These pillowy Dutch mini pancakes are made from a yeasted buckwheat batter and cooked in a special indented pan that gives them their signature round, fluffy shape. Traditionally enjoyed at outdoor markets across the Netherlands, they are served warm with a knob of butter and a generous dusting of powdered sugar. The yeasted batter creates an airy, tender bite that is hard to resist.
Prep Time20 mins
Cook Time25 mins
Total Time45 mins
Servings4
Yieldabout 28 mini pancakes
Nutrition Facts
Per serving (estimated)
- 460 kcalCalories
- 19 gFat
- 11 gSaturated Fat
- 60 gCarbs
- 3 gFiber
- 22 gSugar
- 11 gProtein
- 220 mgSodium
- 260 mgPotassium
- 130 mgCalcium
- 1.8 mgIron
- 1 mgVitamin C
- 380 mcgVitamin A
Ingredients
For the batter
- 1 cup (125 g) all-purpose flour
- 1/2 cup (60 g) buckwheat flour
- 2 tsp active dry yeast
- 1 1/4 cups (300 ml) whole milk, lukewarm (about 100°F / 38°C)
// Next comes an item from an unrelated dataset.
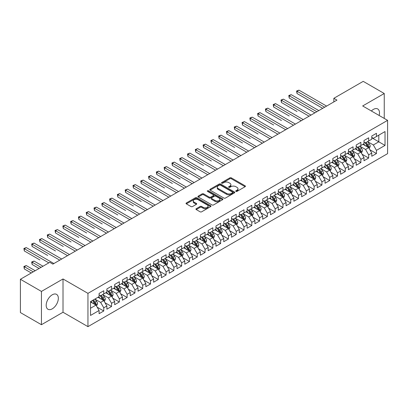 <?xml version="1.0" encoding="UTF-8"?>
<svg xmlns="http://www.w3.org/2000/svg" width="408" height="408" viewBox="0 0 408 408"><rect width="100%" height="100%" fill="white"/><g stroke="black" fill="none" stroke-linecap="round" stroke-linejoin="round"><path stroke-width="0.61" d="M235.926 191.393A0.755 0.439 0 0 0 236.997 191.393L245.121 186.706A1.081 0.622 0 0 0 245.438 186.262A1.081 0.622 0 0 0 245.121 185.819L231.356 177.873A1.081 0.622 0 0 0 229.826 177.873L221.702 182.565A0.755 0.439 0 0 0 221.483 182.876A0.755 0.439 0 0 0 221.702 183.182A0.755 0.439 0 0 0 222.773 183.182L223.824 182.575A3.463 1.999 0 0 1 228.72 182.575L229.867 183.238A3.463 1.999 0 0 1 230.882 184.651A3.463 1.999 0 0 1 229.867 186.063L228.817 186.67A0.755 0.439 0 0 0 228.592 186.981A0.755 0.439 0 0 0 228.817 187.287A0.755 0.439 0 0 0 229.888 187.287L230.938 186.68A3.463 1.999 0 0 1 235.829 186.68L236.977 187.343A3.463 1.999 0 0 1 237.992 188.756A3.463 1.999 0 0 1 236.977 190.169L235.926 190.776A0.755 0.439 0 0 0 235.707 191.087A0.755 0.439 0 0 0 235.926 191.393L235.926 190.776M52.265 308.83A8.594 4.962 120 0 0 57.88 301.257A8.594 4.962 120 0 0 56.564 294.372A8.594 4.962 120 0 0 52.265 294.795A8.594 4.962 120 0 0 46.65 302.369A8.594 4.962 120 0 0 47.971 309.259A8.594 4.962 120 0 0 52.265 308.83M379.139 115.469A8.594 4.962 120 0 0 377.716 108.956A8.594 4.962 120 0 0 373.422 109.38A8.594 4.962 120 0 0 371.362 110.981M196.253 208.692A1.081 0.622 0 0 0 195.937 209.136A1.081 0.622 0 0 0 196.253 209.574L200.119 211.803A1.081 0.622 0 0 0 201.649 211.803L210.671 206.596A1.081 0.622 0 0 0 210.987 206.152A1.081 0.622 0 0 0 210.671 205.714L196.906 197.763A1.081 0.622 0 0 0 195.376 197.763L186.349 202.975A1.081 0.622 0 0 0 186.033 203.414A1.081 0.622 0 0 0 186.349 203.857L191.015 206.55A1.081 0.622 0 0 0 192.545 206.55L196.406 204.321A1.081 0.622 0 0 0 196.722 203.878A1.081 0.622 0 0 0 196.406 203.439L194.096 202.103A2.892 1.673 0 0 1 193.249 200.92A2.892 1.673 0 0 1 195.034 199.379A2.892 1.673 0 0 1 198.186 199.742L207.249 204.974A2.892 1.673 0 0 1 208.095 206.152A2.892 1.673 0 0 1 206.31 207.697A2.892 1.673 0 0 1 203.159 207.335L201.649 206.463A1.081 0.622 0 0 0 200.119 206.463L196.253 208.692L196.253 209.574M41.438 291.424L41.438 324.712L63.016 312.248L63.016 278.965L41.438 291.424L20.4 279.276L49.771 262.319L52.887 264.119L336.957 100.113L333.841 98.313L333.841 101.913M63.016 278.965L87.95 293.357L387.6 120.355L387.6 153.643L87.95 326.645L87.95 293.357M384.249 118.422L384.249 93.503L362.666 105.963L387.6 120.355M384.249 93.503L363.212 81.355L333.841 98.313M223.9 198.074A1.081 0.622 0 0 0 225.43 198.074L234.457 192.862A1.081 0.622 0 0 0 234.773 192.423A1.081 0.622 0 0 0 234.457 191.979L220.687 184.034A1.081 0.622 0 0 0 219.157 184.034L210.135 189.241A1.081 0.622 0 0 0 209.819 189.684A1.081 0.622 0 0 0 210.135 190.128L223.9 198.074M207.799 191.561A0.755 0.439 0 0 1 208.57 191.668L208.57 190.766L222.564 198.844A1.081 0.622 0 0 1 222.88 199.288A1.081 0.622 0 0 1 222.564 199.731L213.537 204.938A1.081 0.622 0 0 1 212.007 204.938L198.242 196.993L198.242 196.11A1.081 0.622 0 0 0 197.926 196.549A1.081 0.622 0 0 0 198.242 196.993M198.242 196.11L202.108 193.876A1.081 0.622 0 0 1 203.633 193.876L209.217 197.1A1.081 0.622 0 0 0 210.747 197.1L213.308 195.621A1.081 0.622 0 0 0 213.624 195.182A1.081 0.622 0 0 0 213.308 194.738L207.499 191.383A0.755 0.439 0 0 1 207.274 191.077A0.755 0.439 0 0 1 207.743 190.674A0.755 0.439 0 0 1 208.57 190.766M371.785 137.766L378.797 141.811L378.797 135.155L385.03 131.554L376.457 136.507L376.457 133.309L371.785 136.007L371.785 139.204L368.669 141.005L368.669 137.807L363.992 140.505L363.992 143.703L360.876 145.503L360.876 142.305L356.199 145.003L356.199 148.201L353.083 150.001L353.083 146.804L348.412 149.506L348.412 152.699L345.296 154.499L345.296 151.302L340.619 154.005L340.619 157.197L337.503 158.998L337.503 155.8L332.826 158.503L332.826 161.696L329.71 163.496L329.71 160.298L325.038 163.001L325.038 166.194L321.922 167.994L321.922 164.796L317.245 167.499L317.245 170.692L314.129 172.492L314.129 169.294L309.453 171.998L309.453 175.19L306.337 176.99L306.337 173.793L301.665 176.496L301.665 179.688L298.549 181.489L298.549 178.291L293.872 180.994L293.872 184.186L290.756 185.987L290.756 182.789L286.079 185.492L286.079 188.685L282.963 190.485L282.963 187.287L278.292 189.99L278.292 193.183L275.171 194.983L275.171 191.786L270.499 194.489L270.499 197.681L267.383 199.481L267.383 196.284L262.706 198.987L262.706 202.179L259.59 203.98L259.59 200.782L254.913 203.485L254.913 206.678L251.797 208.478L251.797 205.28L247.126 207.983L247.126 211.176L244.01 212.976L244.01 209.778L239.333 212.481L239.333 215.674L236.217 217.474L236.217 214.276L231.54 216.98L231.54 220.172L228.424 221.972L228.424 218.775L223.752 221.478L223.752 224.67L220.636 226.471L220.636 223.273L215.959 225.976L215.959 229.169L212.843 230.969L212.843 227.771L208.167 230.474L208.167 233.667L205.051 235.467L205.051 232.269L200.379 234.972L200.379 238.165L197.263 239.965L197.263 236.768L192.586 239.471L192.586 242.663L189.47 244.463L189.47 241.266L184.793 243.969L184.793 247.161L181.677 248.962L181.677 245.764L177.006 248.467L177.006 251.66L173.885 253.46L173.885 250.262L169.213 252.965L169.213 256.158L166.097 257.958L166.097 254.76L161.42 257.463L161.42 260.656L158.304 262.456L158.304 259.259L153.627 261.962L153.627 265.154L150.511 266.954L150.511 263.757L145.84 266.46L145.84 269.652L142.724 271.453L142.724 268.255L138.047 270.958L138.047 274.15L134.931 275.951L134.931 272.753L130.254 275.456L130.254 278.649L127.138 280.449L127.138 277.251L122.466 279.954L122.466 283.147L119.35 284.947L119.35 281.75L114.674 284.452L114.674 287.645L111.557 289.445L111.557 286.248L106.881 288.951L106.881 292.143L103.765 293.944L103.765 290.746L99.093 293.449L99.093 296.642L90.52 301.589L90.52 315.445L99.093 310.493L95.977 305.097L90.52 301.951M385.03 131.554L385.03 145.411L376.457 150.358L373.34 144.962L367.695 141.698M369.877 149.751L376.457 153.551L376.457 150.358M376.457 153.551L371.785 156.254L371.785 153.056L368.669 154.856L365.553 149.461L359.902 146.197M362.085 154.249L368.669 158.049L368.669 154.856M368.669 158.049L363.992 160.752L363.992 157.554L360.876 159.355L357.76 153.959L352.109 150.695M354.292 158.748L360.876 162.547L360.876 159.355M360.876 162.547L356.199 165.25L356.199 162.053L353.083 163.853L349.967 158.457L344.321 155.193M346.499 163.246L353.083 167.045L353.083 163.853M353.083 167.045L348.412 169.748L348.412 166.551L345.296 168.351L342.179 162.955L336.529 159.691M338.711 167.744L345.296 171.544L345.296 168.351M345.296 171.544L340.619 174.247L340.619 171.049L337.503 172.849L334.387 167.453L328.736 164.189M330.919 172.242L337.503 176.042L337.503 172.849M337.503 176.042L332.826 178.745L332.826 175.547L329.71 177.347L326.594 171.952L320.948 168.688M323.126 176.74L329.71 180.54L329.71 177.347M329.71 180.54L325.038 183.243L325.038 180.045L321.922 181.846L318.806 176.45L313.155 173.186M315.338 181.239L321.922 185.038L321.922 181.846M321.922 185.038L317.245 187.741L317.245 184.544L314.129 186.344L311.013 180.948L305.363 177.684M307.545 185.737L314.129 189.536L314.129 186.344M314.129 189.536L309.453 192.239L309.453 189.042L306.337 190.842L303.22 185.446L297.575 182.182M299.752 190.235L306.337 194.035L306.337 190.842M306.337 194.035L301.665 196.738L301.665 193.54L298.549 195.34L295.428 189.944L289.782 186.68M291.965 194.733L298.549 198.533L298.549 195.34M298.549 198.533L293.872 201.236L293.872 198.038L290.756 199.838L287.64 194.443L281.989 191.179M284.172 199.231L290.756 203.031L290.756 199.838M290.756 203.031L286.079 205.734L286.079 202.536L282.963 204.337L279.847 198.941L274.196 195.677M276.379 203.73L282.963 207.529L282.963 204.337M282.963 207.529L278.292 210.232L278.292 207.035L275.171 208.835L272.054 203.439L266.409 200.175M268.591 208.228L275.171 212.027L275.171 208.835M275.171 212.027L270.499 214.73L270.499 211.533L267.383 213.333L264.267 207.937L258.616 204.673M260.799 212.726L267.383 216.526L267.383 213.333M267.383 216.526L262.706 219.229L262.706 216.031L259.59 217.831L256.474 212.435L250.823 209.171M253.006 217.224L259.59 221.024L259.59 217.831M259.59 221.024L254.913 223.727L254.913 220.529L251.797 222.329L248.681 216.934L243.035 213.67M245.213 221.722L251.797 225.522L251.797 222.329M251.797 225.522L247.126 228.225L247.126 225.027L244.01 226.828L240.893 221.432L235.243 218.168M237.425 226.221L244.01 230.02L244.01 226.828M244.01 230.02L239.333 232.723L239.333 229.526L236.217 231.326L233.101 225.93L227.45 222.666M229.633 230.719L236.217 234.518L236.217 231.326M236.217 234.518L231.54 237.221L231.54 234.024L228.424 235.824L225.308 230.428L219.662 227.164M221.84 235.217L228.424 239.017L228.424 235.824M228.424 239.017L223.752 241.72L223.752 238.522L220.636 240.322L217.52 234.926L211.869 231.662M214.052 239.715L220.636 243.515L220.636 240.322M220.636 243.515L215.959 246.218L215.959 243.02L212.843 244.82L209.727 239.425L204.076 236.161M206.259 244.214L212.843 248.013L212.843 244.82M212.843 248.013L208.167 250.716L208.167 247.518L205.051 249.319L201.934 243.923L196.289 240.659M198.466 248.712L205.051 252.511L205.051 249.319M205.051 252.511L200.379 255.214L200.379 252.016L197.263 253.817L194.142 248.421L188.496 245.157M190.679 253.21L197.263 257.009L197.263 253.817M197.263 257.009L192.586 259.712L192.586 256.515L189.47 258.315L186.354 252.919L180.703 249.655M182.886 257.708L189.47 261.508L189.47 258.315M189.47 261.508L184.793 264.211L184.793 261.013L181.677 262.813L178.561 257.417L172.91 254.153M175.093 262.206L181.677 266.006L181.677 262.813M181.677 266.006L177.006 268.709L177.006 265.511L173.885 267.311L170.768 261.916L165.123 258.652M167.305 266.705L173.885 270.504L173.885 267.311M173.885 270.504L169.213 273.207L169.213 270.009L166.097 271.81L162.981 266.414L157.33 263.15M159.513 271.203L166.097 275.002L166.097 271.81M166.097 275.002L161.42 277.705L161.42 274.507L158.304 276.308L155.188 270.912L149.537 267.648M151.72 275.701L158.304 279.5L158.304 276.308M158.304 279.5L153.627 282.203L153.627 279.006L150.511 280.806L147.395 275.41L141.749 272.146M143.932 280.199L150.511 283.999L150.511 280.806M150.511 283.999L145.84 286.702L145.84 283.504L142.724 285.304L139.607 279.908L133.957 276.644M136.139 284.697L142.724 288.497L142.724 285.304M142.724 288.497L138.047 291.2L138.047 288.002L134.931 289.802L131.815 284.407L126.164 281.143M128.347 289.195L134.931 292.995L134.931 289.802M134.931 292.995L130.254 295.698L130.254 292.5L127.138 294.301L124.022 288.905L118.376 285.641M120.554 293.694L127.138 297.493L127.138 294.301M127.138 297.493L122.466 300.196L122.466 296.999L119.35 298.799L116.234 293.403L110.583 290.139M112.766 298.192L119.35 301.991L119.35 298.799M119.35 301.991L114.674 304.694L114.674 301.497L111.557 303.297L108.441 297.901L102.791 294.637M104.973 302.69L111.557 306.49L111.557 303.297M111.557 306.49L106.881 309.193L106.881 305.995L103.765 307.795L100.648 302.399L95.003 299.135M97.181 307.188L103.765 310.988L103.765 307.795M103.765 310.988L99.093 313.691L99.093 310.493M99.093 294.841L100.648 295.739L103.765 293.944M90.52 308.244L95.977 305.097M106.881 290.343L108.441 291.241L111.557 289.445M100.648 302.399L103.765 300.599L98.002 297.269M106.881 305.995L103.765 300.599M114.674 285.845L116.234 286.742L119.35 284.947M108.441 297.901L111.557 296.101L105.789 292.771M114.674 301.497L111.557 296.101M122.466 281.347L124.022 282.244L127.138 280.449M116.234 293.403L119.35 291.603L113.582 288.272M122.466 296.999L119.35 291.603M130.254 276.848L131.815 277.746L134.931 275.951M124.022 288.905L127.138 287.105L121.375 283.774M130.254 292.5L127.138 287.105M138.047 272.35L139.607 273.248L142.724 271.453M131.815 284.407L134.931 282.606L129.168 279.276M138.047 288.002L134.931 282.606M145.84 267.852L147.395 268.75L150.511 266.954M139.607 279.908L142.724 278.108L136.955 274.778M145.84 283.504L142.724 278.108M153.627 263.354L155.188 264.251L158.304 262.456M147.395 275.41L150.511 273.61L144.748 270.28M153.627 279.006L150.511 273.61M161.42 258.856L162.981 259.753L166.097 257.958M155.188 270.912L158.304 269.112L152.541 265.781M161.42 274.507L158.304 269.112M169.213 254.357L170.768 255.255L173.885 253.46M162.981 266.414L166.097 264.614L160.329 261.283M169.213 270.009L166.097 264.614M177.006 249.859L178.561 250.757L181.677 248.962M170.768 261.916L173.885 260.115L168.121 256.785M177.006 265.511L173.885 260.115M184.793 245.361L186.354 246.259L189.47 244.463M178.561 257.417L181.677 255.617L175.914 252.287M184.793 261.013L181.677 255.617M192.586 240.863L194.142 241.76L197.263 239.965M186.354 252.919L189.47 251.119L183.702 247.789M192.586 256.515L189.47 251.119M200.379 236.365L201.934 237.262L205.051 235.467M194.142 248.421L197.263 246.621L191.495 243.29M200.379 252.016L197.263 246.621M208.167 231.866L209.727 232.764L212.843 230.969M201.934 243.923L205.051 242.123L199.288 238.792M208.167 247.518L205.051 242.123M215.959 227.368L217.52 228.266L220.636 226.471M209.727 239.425L212.843 237.624L207.075 234.294M215.959 243.02L212.843 237.624M223.752 222.87L225.308 223.768L228.424 221.972M217.52 234.926L220.636 233.126L214.868 229.796M223.752 238.522L220.636 233.126M231.54 218.372L233.101 219.269L236.217 217.474M225.308 230.428L228.424 228.628L222.661 225.298M231.54 234.024L228.424 228.628M239.333 213.874L240.893 214.771L244.01 212.976M233.101 225.93L236.217 224.13L230.449 220.799M239.333 229.526L236.217 224.13M247.126 209.375L248.681 210.273L251.797 208.478M240.893 221.432L244.01 219.631L238.241 216.301M247.126 225.027L244.01 219.631M254.913 204.877L256.474 205.775L259.59 203.98M248.681 216.934L251.797 215.133L246.034 211.803M254.913 220.529L251.797 215.133M262.706 200.379L264.267 201.277L267.383 199.481M256.474 212.435L259.59 210.635L253.827 207.305M262.706 216.031L259.59 210.635M270.499 195.881L272.054 196.778L275.171 194.983M264.267 207.937L267.383 206.137L261.615 202.807M270.499 211.533L267.383 206.137M278.292 191.383L279.847 192.28L282.963 190.485M272.054 203.439L275.171 201.639L269.408 198.308M278.292 207.035L275.171 201.639M286.079 186.884L287.64 187.782L290.756 185.987M279.847 198.941L282.963 197.141L277.2 193.81M286.079 202.536L282.963 197.141M293.872 182.386L295.428 183.284L298.549 181.489M287.64 194.443L290.756 192.642L284.988 189.312M293.872 198.038L290.756 192.642M301.665 177.888L303.22 178.786L306.337 176.99M295.428 189.944L298.549 188.144L292.781 184.814M301.665 193.54L298.549 188.144M309.453 173.39L311.013 174.287L314.129 172.492M303.22 185.446L306.337 183.646L300.574 180.316M309.453 189.042L306.337 183.646M317.245 168.892L318.806 169.789L321.922 167.994M311.013 180.948L314.129 179.148L308.361 175.817M317.245 184.544L314.129 179.148M325.038 164.393L326.594 165.291L329.71 163.496M318.806 176.45L321.922 174.649L316.154 171.319M325.038 180.045L321.922 174.649M332.826 159.895L334.387 160.793L337.503 158.998M326.594 171.952L329.71 170.151L323.947 166.821M332.826 175.547L329.71 170.151M340.619 155.397L342.179 156.295L345.296 154.499M334.387 167.453L337.503 165.653L331.735 162.323M340.619 171.049L337.503 165.653M348.412 150.899L349.967 151.796L353.083 150.001M342.179 162.955L345.296 161.155L339.527 157.825M348.412 166.551L345.296 161.155M356.199 146.401L357.76 147.298L360.876 145.503M349.967 158.457L353.083 156.657L347.32 153.326M356.199 162.053L353.083 156.657M363.992 141.902L365.553 142.8L368.669 141.005M357.76 153.959L360.876 152.159L355.113 148.828M363.992 157.554L360.876 152.159M371.785 137.404L373.34 138.302L376.457 136.507M365.553 149.461L368.669 147.66L362.901 144.33M371.785 153.056L368.669 147.66M20.4 279.276L20.4 312.564L41.438 324.712M63.016 312.248L87.95 326.645M373.34 144.962L378.797 141.811L385.03 145.411M236.232 191.5L236.977 191.071A3.463 1.999 0 0 0 237.992 189.659L237.992 188.756M230.882 184.651L230.882 185.548A3.463 1.999 0 0 1 229.867 186.966L229.118 187.394M245.111 186.711L231.356 178.775A1.081 0.622 0 0 0 229.826 178.775L222.003 183.289M234.442 192.872L220.687 184.931A1.081 0.622 0 0 0 219.157 184.931L210.151 190.133L210.135 189.241M232.545 192.729A0.755 0.439 0 0 0 232.764 192.423A0.755 0.439 0 0 0 232.545 192.112L220.458 185.135A0.755 0.439 0 0 0 219.387 185.135L218.28 185.778A3.463 1.999 0 0 0 217.265 187.19A3.463 1.999 0 0 0 218.28 188.603L226.542 193.372A3.463 1.999 0 0 0 231.433 193.372L232.545 192.729L232.545 193.632A0.755 0.439 0 0 0 232.764 193.321L232.764 192.423M217.265 187.19L217.265 188.088A3.463 1.999 0 0 0 218.28 189.501L218.28 188.603M232.545 193.632L231.433 194.269A3.463 1.999 0 0 1 226.542 194.269L218.28 189.501M198.257 196.998L202.108 194.779L202.108 193.876M213.624 195.182L213.624 196.08A1.081 0.622 0 0 1 213.308 196.523L210.747 198.002A1.081 0.622 0 0 1 209.217 198.002L203.633 194.779A1.081 0.622 0 0 0 202.108 194.779M208.57 191.668L222.549 199.736M215.011 200.445A2.892 1.673 0 0 0 218.163 200.807A2.892 1.673 0 0 0 219.948 199.267A2.892 1.673 0 0 0 219.101 198.084L215.909 196.243A1.081 0.622 0 0 0 214.379 196.243L211.818 197.722A1.081 0.622 0 0 0 211.502 198.161A1.081 0.622 0 0 0 211.818 198.604L215.011 200.445L215.011 201.348A2.892 1.673 0 0 0 218.163 201.71A2.892 1.673 0 0 0 219.948 200.165L219.948 199.267M211.502 198.161L211.502 199.063A1.081 0.622 0 0 0 211.818 199.502L211.818 198.604M215.011 201.348L211.818 199.502M208.095 206.152L208.095 207.055A2.892 1.673 0 0 1 206.31 208.595A2.892 1.673 0 0 1 203.159 208.233L201.649 207.361A1.081 0.622 0 0 0 200.119 207.361L196.268 209.584M193.249 200.92L193.249 201.822A2.892 1.673 0 0 0 194.096 203L194.096 202.103M196.406 203.439L196.406 204.321L194.096 203M210.656 206.601L196.906 198.665A1.081 0.622 0 0 0 195.376 198.665L186.364 203.867M369.245 148.66L370.209 146.304A2.922 1.688 -120 0 0 369.276 143.815L367.623 141.607M364.987 145.534L363.727 143.856M297.014 111.506L281.428 102.51L281.428 100.261L283.376 99.139L311.013 115.092M368.118 147.344L368.633 146.426A2.922 1.688 -120 0 0 367.797 144.672L366.144 142.458M365.196 142.596L367.241 145.325A1.489 0.857 60 0 1 367.511 145.778L368.633 146.426M364.686 142.3L366.863 145.207A2.922 1.688 60 0 1 367.7 146.967L367.756 147.135M324.646 107.222L297.014 91.264L298.957 90.142L326.594 106.095M322.697 108.344L297.014 93.514L297.014 91.264L296.585 91.02L298.957 90.142M297.014 93.514L296.585 91.02M361.452 153.158L362.416 150.802A2.922 1.688 -120 0 0 361.488 148.313L359.83 146.105M357.194 150.032L355.934 148.354M289.221 116.005L273.635 107.008L273.635 104.759L275.584 103.637L303.22 119.59M360.325 151.842L360.84 150.924A2.922 1.688 -120 0 0 360.004 149.17L358.351 146.956M357.408 147.094L359.453 149.823A1.489 0.857 60 0 1 359.723 150.277L360.84 150.924M356.893 146.798L359.071 149.705A2.922 1.688 60 0 1 359.907 151.465L359.968 151.633M353.66 157.656L354.629 155.3A2.922 1.688 -120 0 0 353.695 152.811L352.043 150.603M349.401 154.53L348.146 152.852M281.428 120.503L265.848 111.506L265.848 109.257L267.796 108.135L295.428 124.088M352.532 156.341L353.053 155.423A2.922 1.688 -120 0 0 352.216 153.668L350.559 151.455M349.615 151.592L351.66 154.321A1.489 0.857 60 0 1 351.931 154.775L353.053 155.423M349.1 151.297L351.278 154.204A2.922 1.688 60 0 1 352.114 155.963L352.175 156.131M316.858 111.721L289.221 95.763L291.169 94.641L318.801 110.594M314.91 112.843L289.221 98.012L289.221 95.763L288.793 95.518L291.169 94.641M289.221 98.012L288.793 95.518M309.065 116.219L281 100.016L283.376 99.139M281.428 102.51L281 100.016M345.872 162.154L346.836 159.798A2.922 1.688 -120 0 0 345.902 157.309L344.25 155.101M341.613 159.028L340.354 157.35M273.635 125.001L258.055 116.005L258.055 113.756L260.003 112.633L287.64 128.586M344.745 160.839L345.26 159.921A2.922 1.688 -120 0 0 344.423 158.166L342.771 155.953M341.822 156.091L343.868 158.819A1.489 0.857 60 0 1 344.138 159.273L345.26 159.921M341.312 155.795L343.49 158.702A2.922 1.688 60 0 1 344.327 160.461L344.383 160.63M338.079 166.653L339.043 164.296A2.922 1.688 -120 0 0 338.115 161.808L336.457 159.599M333.82 163.526L332.561 161.849M265.848 129.499L250.262 120.503L250.262 118.254L252.21 117.132L279.847 133.084M336.952 165.337L337.467 164.419A2.922 1.688 -120 0 0 336.631 162.665L334.978 160.451M334.035 160.589L336.075 163.317A1.489 0.857 60 0 1 336.345 163.771L337.467 164.419M333.52 160.293L335.697 163.2A2.922 1.688 60 0 1 336.534 164.959L336.595 165.128M301.272 120.717L273.207 104.514L275.584 103.637M273.635 107.008L273.207 104.514M293.48 125.215L265.419 109.013L267.796 108.135M265.848 111.506L265.419 109.013M330.286 171.151L331.255 168.795A2.922 1.688 -120 0 0 330.322 166.306L328.664 164.098M326.028 168.025L324.773 166.347M258.055 133.997L242.474 125.001L242.474 122.752L244.423 121.63L272.054 137.583M329.159 169.835L329.679 168.917A2.922 1.688 -120 0 0 328.843 167.163L327.185 164.949M326.242 165.087L328.287 167.816A1.489 0.857 60 0 1 328.557 168.269L329.679 168.917M325.727 164.791L327.905 167.698A2.922 1.688 60 0 1 328.741 169.458L328.802 169.626M285.692 129.713L257.626 113.511L260.003 112.633M258.055 116.005L257.626 113.511M322.499 175.649L323.462 173.293A2.922 1.688 -120 0 0 322.529 170.804L320.877 168.596M318.24 172.523L316.98 170.845M250.262 138.496L234.682 129.499L234.682 127.25L236.63 126.128L264.267 142.081M321.371 174.333L321.887 173.415A2.922 1.688 -120 0 0 321.05 171.661L319.393 169.447M318.449 169.585L320.494 172.314A1.489 0.857 60 0 1 320.765 172.768L321.887 173.415M317.939 169.289L320.117 172.196A2.922 1.688 60 0 1 320.953 173.956L321.009 174.124M277.899 134.212L249.834 118.009L252.21 117.132M250.262 120.503L249.834 118.009M314.706 180.147L315.67 177.791A2.922 1.688 -120 0 0 314.741 175.302L313.084 173.094M310.447 177.021L309.188 175.343M242.474 142.994L226.889 133.997L226.889 131.748L228.837 130.626L256.474 146.579M313.579 178.832L314.094 177.914A2.922 1.688 -120 0 0 313.257 176.159L311.605 173.946M310.661 174.083L312.701 176.812A1.489 0.857 60 0 1 312.972 177.266L314.094 177.914M310.146 173.788L312.324 176.695A2.922 1.688 60 0 1 313.16 178.454L313.216 178.622M306.913 184.645L307.882 182.289A2.922 1.688 -120 0 0 306.949 179.8L305.291 177.592M302.654 181.519L301.4 179.841M234.682 147.492L219.101 138.496L219.101 136.246L221.049 135.124L248.681 151.077M305.786 183.33L306.306 182.412A2.922 1.688 -120 0 0 305.47 180.657L303.812 178.444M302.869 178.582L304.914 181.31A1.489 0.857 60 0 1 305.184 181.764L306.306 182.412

- 2 large eggs, lightly beaten
- 2 tbsp granulated sugar
- 1/2 tsp fine salt
- 2 tbsp unsalted butter, melted and cooled
For serving
- 4 tbsp unsalted butter, softened
- 1/2 cup (60 g) powdered sugar, for dusting
- Fresh strawberries or blueberries (optional)
- Warm maple syrup or Dutch stroop, for drizzling (optional)
Directions
- In a large bowl, whisk together the all-purpose flour, buckwheat flour, granulated sugar, and salt. In a small bowl, stir the yeast into the lukewarm milk and let stand for about 5 minutes until foamy.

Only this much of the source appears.